__YOUR INSTRUCTIONS__:
As you work through the listing below, copy each line exactly and drop the images.
[RECORDS FOR THIS EXERCISE — start]
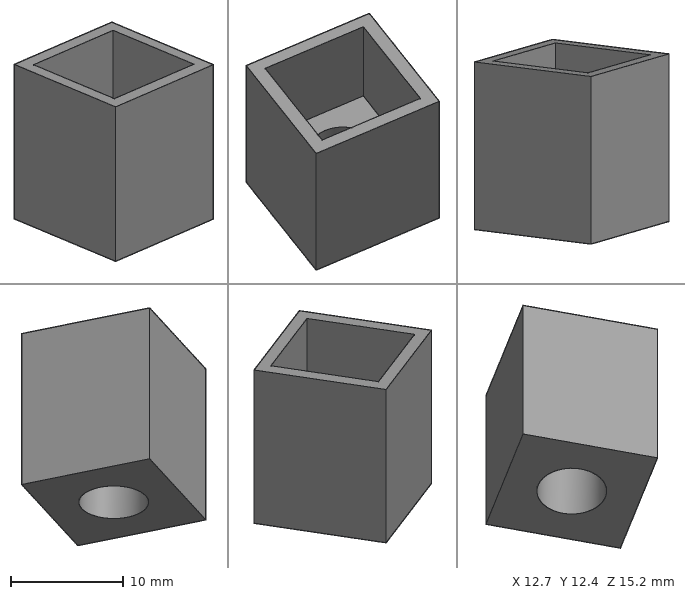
import cadquery as cq

length_x = 12.68
width_y = 12.4
height = 15.2

pocket_side = 10.1
pocket_depth = 9.0

hole_diameter = 6.2

block = cq.Workplane("XY").box(length_x, width_y, height, centered=(True, True, False))

pocketed_block = (
    block.faces(">Z").workplane()
    .rect(pocket_side, pocket_side)
    .cutBlind(-pocket_depth)
)

floor_hole = cq.Workplane("XY").circle(hole_diameter / 2).extrude(height)

result = pocketed_block.cut(floor_hole)
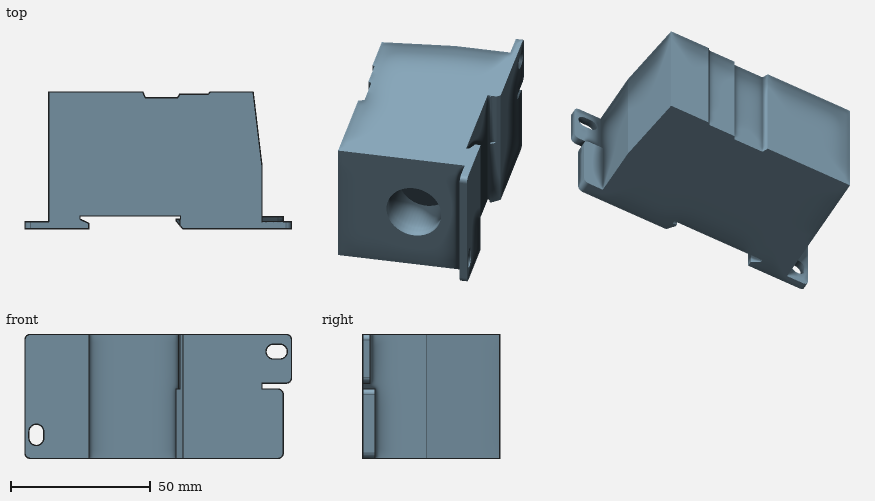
import cadquery as cq

length = 95.4
depth = 49.0
width = 44.5

body_left = 8.5
body_right = 84.8
body_front_right = 81.7
taper_start = 22.8

plate_thickness = 2.7
short_tab_end = 92.4
short_tab_thickness = 4.4
short_tab_top = 24.9
long_tab_bottom = 26.9
corner_radius = 2.0

rail_floor = 4.6
fixed_hook_root = 19.75
fixed_hook_tip = 22.9
fixed_hook_tip_height = 2.0
latch_root = 55.6
latch_tip = 54.1
latch_foot = 56.5
latch_slope_top = 2.9
hook_inner_height = 3.5

latch_relief_tip = 54.95
latch_relief_wall = 55.4
latch_relief_chamfer_end = 3.0

label_left = 42.2
label_right = 66.3
deep_floor = 46.9
deep_floor_left = 43.1
deep_floor_right = 54.6
shallow_floor = 48.2
shallow_floor_left = 55.3
shallow_floor_right = 65.5

bore_diameter = 20.0
bore_depth = bore_diameter
bore_y = 21.3

slot_length = 7.5
slot_width = 5.2
left_slot_x = 4.1
left_slot_z = 8.5
right_slot_x = 90.1
right_slot_z = 38.3


def prism(points, bottom, top):
    """Extrude an XY outline between two heights in Z."""
    return cq.Workplane("XY", origin=(0, 0, bottom)).polyline(points).close().extrude(top - bottom)


def tab(left, right, thickness, bottom, top):
    """Plate tab lying on the mounting face."""
    outline = [(left, 0), (right, 0), (right, thickness), (left, thickness)]
    return prism(outline, bottom, top)


def housing():
    """Block with a tapered right end and a stepped recess in its front face."""
    return prism(
        [
            (body_left, 0),
            (body_right, 0),
            (body_right, taper_start),
            (body_front_right, depth),
            (label_right, depth),
            (shallow_floor_right, shallow_floor),
            (shallow_floor_left, shallow_floor),
            (deep_floor_right, deep_floor),
            (deep_floor_left, deep_floor),
            (label_left, depth),
            (body_left, depth),
        ],
        0,
        width,
    )


def end_tabs():
    """One full-width tab on the left, a long and a short one on the right, with rounded outer corners."""
    left_tab = tab(0, body_left, plate_thickness, 0, width)
    long_tab = tab(body_right, length, plate_thickness, long_tab_bottom, width)
    short_tab = tab(body_right, short_tab_end, short_tab_thickness, 0, short_tab_top)
    return [
        left_tab.edges("|Y and <X").fillet(corner_radius),
        long_tab.edges("|Y and >X").fillet(corner_radius),
        short_tab.edges("|Y and >X").fillet(corner_radius),
    ]


def rail_groove():
    """Undercut groove between the fixed hook and the latch."""
    return prism(
        [
            (fixed_hook_tip, 0),
            (fixed_hook_tip, fixed_hook_tip_height),
            (fixed_hook_root, hook_inner_height),
            (fixed_hook_root, rail_floor),
            (latch_root, rail_floor),
            (latch_root, hook_inner_height),
            (latch_tip, hook_inner_height),
            (latch_tip, latch_slope_top),
            (latch_foot, 0),
        ],
        0,
        width,
    )


def latch_relief():
    """Shortens the latch beside the long tab, leaving a chamfered nose."""
    return prism(
        [
            (latch_tip, 0),
            (latch_tip, hook_inner_height),
            (latch_relief_tip, hook_inner_height),
            (latch_relief_wall, latch_relief_chamfer_end),
            (latch_relief_wall, 0),
        ],
        short_tab_top,
        width,
    )


def cable_bore():
    """Blind round hole running in from the left end."""
    start = cq.Workplane("YZ", origin=(body_left, bore_y, width / 2))
    return start.circle(bore_diameter / 2).extrude(bore_depth)


def screw_slot(x, z, angle):
    """Round-ended slot through a plate tab, turned by angle from the X direction."""
    start = cq.Workplane("XZ", origin=(x, 0, z))
    return start.slot2D(slot_length, slot_width, angle).extrude(-plate_thickness)


result = housing()
for end_tab in end_tabs():
    result = result.union(end_tab)
result = result.cut(rail_groove())
result = result.cut(latch_relief())
result = result.cut(cable_bore())
result = result.cut(screw_slot(left_slot_x, left_slot_z, 90))
result = result.cut(screw_slot(right_slot_x, right_slot_z, 0))
[RECORDS FOR THIS EXERCISE — finish]
__ANSWER TO THIS PROBLEM__:
import cadquery as cq

length_x = 12.68
width_y = 12.4
height = 15.2

pocket_side = 10.1
pocket_depth = 9.0

hole_diameter = 6.2

block = cq.Workplane("XY").box(length_x, width_y, height, centered=(True, True, False))

pocketed_block = (
    block.faces(">Z").workplane()
    .rect(pocket_side, pocket_side)
    .cutBlind(-pocket_depth)
)

floor_hole = cq.Workplane("XY").circle(hole_diameter / 2).extrude(height)

result = pocketed_block.cut(floor_hole)
import cadquery as cq

length = 95.4
depth = 49.0
width = 44.5

body_left = 8.5
body_right = 84.8
body_front_right = 81.7
taper_start = 22.8

plate_thickness = 2.7
short_tab_end = 92.4
short_tab_thickness = 4.4
short_tab_top = 24.9
long_tab_bottom = 26.9
corner_radius = 2.0

rail_floor = 4.6
fixed_hook_root = 19.75
fixed_hook_tip = 22.9
fixed_hook_tip_height = 2.0
latch_root = 55.6
latch_tip = 54.1
latch_foot = 56.5
latch_slope_top = 2.9
hook_inner_height = 3.5

latch_relief_tip = 54.95
latch_relief_wall = 55.4
latch_relief_chamfer_end = 3.0

label_left = 42.2
label_right = 66.3
deep_floor = 46.9
deep_floor_left = 43.1
deep_floor_right = 54.6
shallow_floor = 48.2
shallow_floor_left = 55.3
shallow_floor_right = 65.5

bore_diameter = 20.0
bore_depth = bore_diameter
bore_y = 21.3

slot_length = 7.5
slot_width = 5.2
left_slot_x = 4.1
left_slot_z = 8.5
right_slot_x = 90.1
right_slot_z = 38.3


def prism(points, bottom, top):
    """Extrude an XY outline between two heights in Z."""
    return cq.Workplane("XY", origin=(0, 0, bottom)).polyline(points).close().extrude(top - bottom)


def tab(left, right, thickness, bottom, top):
    """Plate tab lying on the mounting face."""
    outline = [(left, 0), (right, 0), (right, thickness), (left, thickness)]
    return prism(outline, bottom, top)


def housing():
    """Block with a tapered right end and a stepped recess in its front face."""
    return prism(
        [
            (body_left, 0),
            (body_right, 0),
            (body_right, taper_start),
            (body_front_right, depth),
            (label_right, depth),
            (shallow_floor_right, shallow_floor),
            (shallow_floor_left, shallow_floor),
            (deep_floor_right, deep_floor),
            (deep_floor_left, deep_floor),
            (label_left, depth),
            (body_left, depth),
        ],
        0,
        width,
    )


def end_tabs():
    """One full-width tab on the left, a long and a short one on the right, with rounded outer corners."""
    left_tab = tab(0, body_left, plate_thickness, 0, width)
    long_tab = tab(body_right, length, plate_thickness, long_tab_bottom, width)
    short_tab = tab(body_right, short_tab_end, short_tab_thickness, 0, short_tab_top)
    return [
        left_tab.edges("|Y and <X").fillet(corner_radius),
        long_tab.edges("|Y and >X").fillet(corner_radius),
        short_tab.edges("|Y and >X").fillet(corner_radius),
    ]


def rail_groove():
    """Undercut groove between the fixed hook and the latch."""
    return prism(
        [
            (fixed_hook_tip, 0),
            (fixed_hook_tip, fixed_hook_tip_height),
            (fixed_hook_root, hook_inner_height),
            (fixed_hook_root, rail_floor),
            (latch_root, rail_floor),
            (latch_root, hook_inner_height),
            (latch_tip, hook_inner_height),
            (latch_tip, latch_slope_top),
            (latch_foot, 0),
        ],
        0,
        width,
    )


def latch_relief():
    """Shortens the latch beside the long tab, leaving a chamfered nose."""
    return prism(
        [
            (latch_tip, 0),
            (latch_tip, hook_inner_height),
            (latch_relief_tip, hook_inner_height),
            (latch_relief_wall, latch_relief_chamfer_end),
            (latch_relief_wall, 0),
        ],
        short_tab_top,
        width,
    )


def cable_bore():
    """Blind round hole running in from the left end."""
    start = cq.Workplane("YZ", origin=(body_left, bore_y, width / 2))
    return start.circle(bore_diameter / 2).extrude(bore_depth)


def screw_slot(x, z, angle):
    """Round-ended slot through a plate tab, turned by angle from the X direction."""
    start = cq.Workplane("XZ", origin=(x, 0, z))
    return start.slot2D(slot_length, slot_width, angle).extrude(-plate_thickness)


result = housing()
for end_tab in end_tabs():
    result = result.union(end_tab)
result = result.cut(rail_groove())
result = result.cut(latch_relief())
result = result.cut(cable_bore())
result = result.cut(screw_slot(left_slot_x, left_slot_z, 90))
result = result.cut(screw_slot(right_slot_x, right_slot_z, 0))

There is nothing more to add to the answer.